This blog post was written by Gary Bourlet and was originally published on 03.02.15.
People First England responded to the HSCIC Learning Disability Census. Here is what we said:
1. The Winterbourne programme has not worked and we are still being treated like third class citizens
The Winterbourne programme has been going for more than 3 years. It is high profile and there is a minister responsible for it but it hasn’t changed anything much. They have said the right things but whatever is happening they are not making a difference. None of this is new. People with learning disabilities continue to be treated like 3rd class citizens, which has been going on for decades. Until society treats us the same, nothing will change.
We think it has been a waste of taxpayers money. It is not money well spent. There has been too much bureaucracy, too many people in offices doing too much paperwork but not enough work on the ground. Commissioners have a lack of knowledge or regard for people with learning disabilities.
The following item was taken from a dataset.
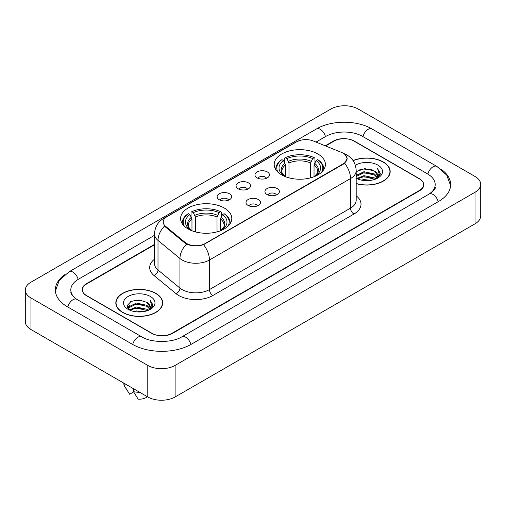 <?xml version="1.0" encoding="UTF-8"?>
<svg xmlns="http://www.w3.org/2000/svg" width="506" height="506" viewBox="0 0 506 506"><rect width="100%" height="100%" fill="white"/><g stroke="black" fill="none" stroke-linecap="round" stroke-linejoin="round"><path stroke-width="0.76" d="M224.303 208.036A25.604 14.782 0 0 0 196.404 204.829A25.604 14.782 0 0 0 180.598 218.484A25.604 14.782 0 0 0 188.093 228.94A25.604 14.782 0 0 0 215.999 232.14A25.604 14.782 0 0 0 231.805 218.484A25.604 14.782 0 0 0 224.303 208.036M317.907 153.995A25.604 14.782 0 0 0 290.001 150.788A25.604 14.782 0 0 0 274.195 164.444A25.604 14.782 0 0 0 281.697 174.899A25.604 14.782 0 0 0 309.596 178.106A25.604 14.782 0 0 0 325.402 164.444A25.604 14.782 0 0 0 317.907 153.995M257.099 177.859A7.248 4.181 180 0 1 255.663 176.676A7.248 4.181 180 0 1 258.06 171.477A7.248 4.181 180 0 1 267.345 171.939A7.248 4.181 180 0 1 268.787 176.676A7.248 4.181 180 0 1 257.099 177.859M266.466 178.289A4.345 2.511 0 0 0 265.296 177.068A4.345 2.511 0 0 0 261.014 176.436A4.345 2.511 0 0 0 257.984 178.289M238.174 188.782A7.248 4.181 180 0 1 236.738 187.6A7.248 4.181 180 0 1 239.136 182.4A7.248 4.181 180 0 1 248.421 182.868A7.248 4.181 180 0 1 249.863 187.6A7.248 4.181 180 0 1 238.174 188.782M247.542 189.219A4.345 2.511 0 0 0 246.371 187.998A4.345 2.511 0 0 0 242.089 187.359A4.345 2.511 0 0 0 239.06 189.219M219.25 199.712A7.248 4.181 180 0 1 217.814 198.529A7.248 4.181 180 0 1 220.211 193.324A7.248 4.181 180 0 1 229.496 193.792A7.248 4.181 180 0 1 230.938 198.529A7.248 4.181 180 0 1 219.25 199.712M228.617 200.142A4.345 2.511 0 0 0 227.447 198.921A4.345 2.511 0 0 0 223.165 198.282A4.345 2.511 0 0 0 220.135 200.142M267.041 194.525A7.248 4.181 180 0 1 265.599 193.343A7.248 4.181 180 0 1 268.003 188.137A7.248 4.181 180 0 1 277.288 188.605A7.248 4.181 180 0 1 278.724 193.343A7.248 4.181 180 0 1 267.041 194.525M276.402 194.955A4.345 2.511 0 0 0 275.239 193.735A4.345 2.511 0 0 0 270.957 193.096A4.345 2.511 0 0 0 267.921 194.955M248.117 205.449A7.248 4.181 180 0 1 246.675 204.266A7.248 4.181 180 0 1 249.078 199.067A7.248 4.181 180 0 1 258.364 199.535A7.248 4.181 180 0 1 259.799 204.266A7.248 4.181 180 0 1 248.117 205.449M257.478 205.885A4.345 2.511 0 0 0 256.314 204.658A4.345 2.511 0 0 0 252.032 204.026A4.345 2.511 0 0 0 248.996 205.885M341.442 152.363A13.042 7.533 180 0 1 343.182 153.204A13.042 7.533 180 0 1 347.002 158.53A13.042 7.533 180 0 1 343.182 163.855L205.177 243.531A13.042 7.533 180 0 1 185.266 242.526L165.57 226.29A13.042 7.533 180 0 1 163.217 221.97A13.042 7.533 180 0 1 167.037 216.644L296.605 141.832A13.042 7.533 180 0 1 313.315 140.991L341.442 152.363M154.513 244.777L86.64 283.961A14.491 8.368 0 0 0 82.396 289.881A14.491 8.368 0 0 0 86.64 295.795L151.547 333.271A14.491 8.368 0 0 0 172.04 333.271L419.36 190.484A14.491 8.368 0 0 0 423.604 184.564A14.491 8.368 0 0 0 419.36 178.65L354.453 141.174A14.491 8.368 0 0 0 333.96 141.174L325.643 145.975M430.378 193.286A26.084 15.06 0 0 0 435.198 184.564A26.084 15.06 0 0 0 427.557 173.912L362.657 136.443A26.084 15.06 0 0 0 325.763 136.443L316.003 142.078M154.513 235.309L78.443 279.23A26.084 15.06 0 0 0 70.802 289.881A26.084 15.06 0 0 0 75.622 298.603M147.79 365.414A19.323 11.157 0 0 0 175.114 365.414L475.039 192.255A19.323 11.157 0 0 0 480.7 184.367A19.323 11.157 0 0 0 475.039 176.48L358.21 109.03A19.323 11.157 0 0 0 330.886 109.03L30.961 282.19A19.323 11.157 0 0 0 25.3 290.077A19.323 11.157 0 0 0 30.961 297.964L147.79 365.414L147.79 396.97A19.323 11.157 0 0 0 175.114 396.97L475.039 223.81A19.323 11.157 0 0 0 480.7 215.923L480.7 184.367M25.3 290.077L25.3 321.633A19.323 11.157 0 0 0 30.961 329.52L147.79 396.97M64.951 274.543A41.549 23.984 0 0 0 55.344 289.881A41.549 23.984 0 0 0 67.513 306.838L132.414 344.314A41.549 23.984 0 0 0 191.173 344.314L438.487 201.527A41.549 23.984 0 0 0 450.656 184.564A41.549 23.984 0 0 0 441.049 169.225M356.186 183.621A23.428 13.529 0 0 0 390.183 171.547A23.428 13.529 0 0 0 383.32 161.983A23.428 13.529 0 0 0 353.049 160.573M155.816 293.335A23.428 13.529 0 0 0 130.282 290.4A23.428 13.529 0 0 0 115.817 302.898A23.428 13.529 0 0 0 122.68 312.461A23.428 13.529 0 0 0 148.214 315.396A23.428 13.529 0 0 0 162.679 302.898A23.428 13.529 0 0 0 155.816 293.335M116.057 304.112A23.428 13.529 0 0 0 115.975 304.473M345.136 154.646L347.173 158.454L344.618 163.229L343.353 164.146L203.538 244.676C198.365 246.239 193.197 246.239 188.03 244.676L185.095 243.196L165.399 226.96L164.526 226.068L163.046 222.305L163.71 219.908M154.513 244.385L86.469 283.67A14.491 8.368 0 0 0 82.225 289.584A14.491 8.368 0 0 0 86.469 295.504L152.059 333.365A14.491 8.368 0 0 0 172.552 333.365L419.531 190.775A14.491 8.368 0 0 0 423.775 184.861A14.491 8.368 0 0 0 419.531 178.941L353.941 141.079A14.491 8.368 0 0 0 333.448 141.079L325.244 145.81M162.515 304.473A23.428 13.529 0 0 0 162.439 304.112M390.025 173.128A23.428 13.529 0 0 0 389.943 172.767M361.259 180.073L363.928 179.592L371.024 180.3M364.383 180.541L367.862 180.617M356.819 178.561L363.928 175.645L374.478 177.935L375.813 178.985M357.495 178.903L363.928 176.632L375.009 179.295M356.186 175.538L363.928 171.705L374.478 173.994L377.299 177.138M356.186 176.524L363.928 172.691L374.478 174.981L377.046 177.6M377.451 177.549L377.577 178.011M375.869 178.966A10.923 6.306 0 0 0 377.672 175.493A10.923 6.306 0 0 0 374.478 171.034L377.666 175.727M377.349 177.663L380.183 174.33L380.284 173.356L377.584 168.669L379.165 173.912L376.04 178.89M356.186 183.463A23.187 13.39 0 0 0 389.943 171.547A23.187 13.39 0 0 0 383.15 162.078A23.187 13.39 0 0 0 353.137 160.712M356.186 178.289A15.749 9.095 0 0 0 377.893 177.979A15.749 9.095 0 0 0 377.893 165.114A15.749 9.095 0 0 0 355.351 165.272M374.478 171.034L364.744 168.631L356.186 171.648M377.584 168.669L380.284 173.545M358.191 170.244L363.251 169.01L372.157 169.82M379.108 174.247L379.772 175.405M359.987 173.577L363.251 172.957L371.828 173.672M359.987 177.524L363.251 176.898L371.828 177.612M379.171 173.849L379.886 175.171M356.186 174.728L357.407 174.045M356.622 178.403L357.407 177.992M133.755 311.418L136.418 310.943L143.521 311.652M136.873 311.886L140.352 311.968M129.308 309.912L136.418 306.997L146.968 309.286L148.302 310.336M129.985 310.254L136.418 307.983L147.499 310.64M128.429 309.103L128.701 306.851L136.418 303.05L146.968 305.339L149.789 308.483M128.366 308.818L128.701 307.838L136.418 304.036L146.968 306.326L149.536 308.951M149.947 308.9L150.067 309.362M148.366 310.311A10.923 6.306 0 0 0 150.168 306.838A10.923 6.306 0 0 0 146.968 302.386L150.162 307.079M149.846 309.014L152.679 305.681L152.78 304.707L150.073 300.014L151.655 305.263L148.536 310.241M122.85 312.366A23.187 13.39 0 0 0 148.119 315.263A23.187 13.39 0 0 0 162.439 302.898A23.187 13.39 0 0 0 155.646 293.429A23.187 13.39 0 0 0 130.371 290.526A23.187 13.39 0 0 0 116.057 302.898A23.187 13.39 0 0 0 122.85 312.366M150.383 296.465A15.749 9.095 0 0 0 128.107 296.465A15.749 9.095 0 0 0 128.107 309.33A15.749 9.095 0 0 0 150.383 309.324A15.749 9.095 0 0 0 150.383 296.465M146.968 302.386L139.188 299.995L131.124 301.38L127.234 305.51L129.441 310.014M123.787 383.118L123.787 383.365A15.458 8.925 0 0 0 124.634 386.274A15.458 8.925 0 0 0 124.912 386.71L129.644 394.231L133.628 391.935M124.912 386.71L124.912 383.763M133.457 388.697L133.457 391.638L138.182 399.164A9.665 5.579 0 0 0 147.309 396.698M133.457 391.638A15.458 8.925 0 0 0 139.669 392.283M150.073 300.014L152.78 304.897M130.681 301.595L135.741 300.362L144.646 301.171M151.598 305.592L152.268 306.756M127.43 307.534L128.986 306.383M132.483 304.928L135.741 304.308L144.324 305.017M132.483 308.869L135.741 308.249L144.324 308.964M151.667 305.194L152.382 306.522M127.31 307.161L129.903 305.396M129.119 309.754L129.903 309.337M285.567 176.733L285.567 164.937L283.499 160.56A20.771 11.992 0 0 0 283.499 175.437L283.113 175.658M284.65 162.54L284.65 158.068L285.34 157.676A22.998 13.276 0 0 1 314.264 157.676L312.683 158.587A20.771 11.992 0 0 0 286.921 158.587L288.983 162.964L288.983 177.846M310.614 177.846L310.614 162.964L312.683 158.587M277.971 172.173A22.998 13.276 0 0 1 281.918 159.649L281.235 160.041A23.959 13.833 0 0 0 275.84 168.783A23.959 13.833 0 0 0 275.896 169.744M314.264 157.676L314.947 158.068L314.947 162.54M281.918 159.649L283.499 160.56M286.921 158.587L285.34 157.676M283.499 175.437L285.397 176.67M323.701 169.744A23.959 13.833 0 0 0 323.758 168.783A23.959 13.833 0 0 0 318.363 160.041L317.679 159.649A22.998 13.276 0 0 1 321.626 172.173M316.484 175.658L316.098 175.437A20.771 11.992 0 0 0 316.098 160.56L317.679 159.649M314.201 176.67L316.098 175.437M316.098 160.56L314.03 164.937L314.03 176.733M191.97 230.774L191.97 218.978L189.902 214.601A20.771 11.992 0 0 0 189.902 229.471L189.516 229.699M191.053 216.574L191.053 212.109L191.736 211.71A22.998 13.276 0 0 1 220.66 211.71L219.079 212.628A20.771 11.992 0 0 0 193.317 212.628L195.386 217.004L195.386 231.887M217.017 231.887L217.017 217.004L219.079 212.628M184.374 226.214A22.998 13.276 0 0 1 188.321 213.684L187.637 214.076A23.959 13.833 0 0 0 182.242 222.823A23.959 13.833 0 0 0 182.299 223.785M220.66 211.71L221.35 212.109L221.35 216.574M188.321 213.684L189.902 214.601M193.317 212.628L191.736 211.71M189.902 229.471L191.799 230.711M230.103 223.785A23.959 13.833 0 0 0 230.16 222.823A23.959 13.833 0 0 0 224.765 214.076L224.082 213.684A22.998 13.276 0 0 1 228.029 226.214M222.887 229.699L222.501 229.471A20.771 11.992 0 0 0 222.501 214.601L224.082 213.684M220.603 230.711L222.501 229.471M222.501 214.601L220.433 218.978L220.433 230.774M165.57 226.29L165.57 227.099M185.266 242.526L185.266 243.335M205.177 243.531L205.177 243.917M343.182 163.855L343.182 164.241M190.882 344.478A7.729 4.465 -120 0 0 181.837 336.832C172.337 342.973 151.25 342.973 141.743 336.832L76.842 299.356L74.559 297.844L71.125 293.784L70.802 292.247M132.705 344.478A7.729 4.465 -60 0 1 137.879 337.211A7.729 4.465 -60 0 1 141.743 336.832M67.804 307.009A7.729 4.465 -60 0 1 72.978 299.742A7.729 4.465 -60 0 1 76.842 299.356M55.388 290.969L59.234 280.457L69.113 271.747A7.729 4.465 60 0 1 78.152 279.401M69.113 271.747L316.433 128.96A7.729 4.465 60 0 1 325.472 136.607M316.433 128.96C331.506 119.992 356.907 119.992 371.986 128.96A7.729 4.465 120 0 0 368.121 129.34A7.729 4.465 120 0 0 362.947 136.607M450.612 185.651L446.766 175.139L436.887 166.43A7.729 4.465 120 0 0 433.022 166.816A7.729 4.465 120 0 0 427.848 174.083M438.196 201.692A7.729 4.465 -120 0 0 429.158 194.045L181.837 336.832M175.114 396.97L175.114 365.414M30.961 329.52L30.961 297.964M475.039 223.81L475.039 192.255M356.186 195.822A24.155 13.947 180 0 1 353.941 214.051L212.862 295.504A4.832 2.789 60 0 1 209.446 289.584L350.525 208.13A19.323 11.157 0 0 0 356.186 200.243L356.186 170.661A19.323 11.157 180 0 1 350.525 178.548A16.907 9.759 -120 0 0 344.618 163.229M212.862 295.504A24.155 13.947 180 0 1 178.7 295.504A24.155 13.947 180 0 1 175.993 293.638L154.052 275.542A24.155 13.947 180 0 1 154.513 259.18M182.116 289.584A19.323 11.157 0 0 0 209.446 289.584L209.446 260.002A19.323 11.157 180 0 1 182.116 260.002A19.323 11.157 180 0 1 179.953 258.509L158.005 240.413A19.323 11.157 180 0 1 154.513 234.019L154.513 263.601A19.323 11.157 0 0 0 158.005 270.002L179.953 288.097A19.323 11.157 0 0 0 182.116 289.584M356.186 170.661C355.857 163.71 352.808 158.498 347.027 155.032L344.586 153.843A16.907 7.919 112 0 0 343.865 153.634M203.538 244.676A16.907 9.759 60 0 1 209.446 260.002L350.525 178.548L350.525 208.13A4.832 2.789 60 0 0 353.941 214.051M165.494 217.713A16.907 9.759 -120 0 0 163.672 218.39C157.891 221.856 154.836 227.067 154.513 234.019M163.672 218.39L295.359 142.357A16.907 9.759 60 0 1 296.636 141.819M164.526 226.068A16.907 11.309 129.5 0 0 158.005 240.413L158.005 270.002A4.832 3.232 -50.5 0 1 154.052 275.542M186.537 244.094A16.907 11.309 129.5 0 0 179.953 258.509L179.953 288.097A4.832 3.232 -50.5 0 1 175.993 293.638M285.567 164.937A17.874 10.322 0 0 0 281.924 171.18C281.437 172.091 282.512 173.824 285.15 176.379M310.614 162.964A17.874 10.322 0 0 0 288.983 162.964M285.061 163.248A18.583 10.727 0 0 0 285.061 176.322M311.12 161.281A18.583 10.727 0 0 0 288.477 161.281M314.536 176.322A18.583 10.727 0 0 0 314.536 163.248M314.447 176.379C317.085 173.83 318.16 172.097 317.673 171.18A17.874 10.322 0 0 0 314.03 164.937M191.97 218.978A17.874 10.322 0 0 0 188.327 225.221C187.84 226.131 188.915 227.864 191.553 230.42M217.017 217.004A17.874 10.322 0 0 0 195.386 217.004M191.464 217.289A18.583 10.727 0 0 0 191.464 230.363M217.523 215.316A18.583 10.727 0 0 0 194.88 215.316M220.939 230.363A18.583 10.727 0 0 0 220.939 217.289M220.85 230.42C223.488 227.871 224.563 226.138 224.076 225.221A17.874 10.322 0 0 0 220.433 218.978M163.217 221.97L163.217 223.57M347.002 158.53L347.002 159.681M435.198 186.929C436.273 187.713 434.262 190.085 429.158 194.045M371.986 128.96L436.887 166.43M295.359 142.357L299.773 140.491M344.586 153.843L343.536 153.419M389.943 173.482L389.943 171.547M128.328 308.983L128.328 308.325M162.439 304.833L162.439 302.898M126.203 388.899L124.634 386.274M116.057 304.833L116.057 302.898M275.84 169.655L275.84 168.783M323.758 169.655L323.758 168.783M182.242 223.696L182.242 222.823M230.16 223.696L230.16 222.823"/></g></svg>

2. Lots of professionals have been paid to make things better but they haven’t done their jobs properly
They were supposed to be closing ATU’s but there are more people going in them. There are only 20 people less than last year after all of this money is being spent. Why are they still using providers who have been issued with warnings that the care they are offering is not good enough?
There are a lot of people who have been in ATU’s for far too long have should be high priority to be moved out. A lot of people are so far away from their families that they feel even more and it affects their families financially and mentally not being able to see their loved ones regularly. All these professionals have had a job to do and haven’t done it!
3. People with behavioural problems do well when they get the right kind of help
A lady has gone from having 6 behavioural episodes in an ATU a week and since leaving the ATU she has only had 1 in a year. All she needed was the right support, love and to be treated with respect and dignity. When she was in the ATU she was left in a room to soil herself as she was told there was not enough staff to take her to the toilet. Sometimes people’s behaviour is because they can’t communicate well or they don’t speak English.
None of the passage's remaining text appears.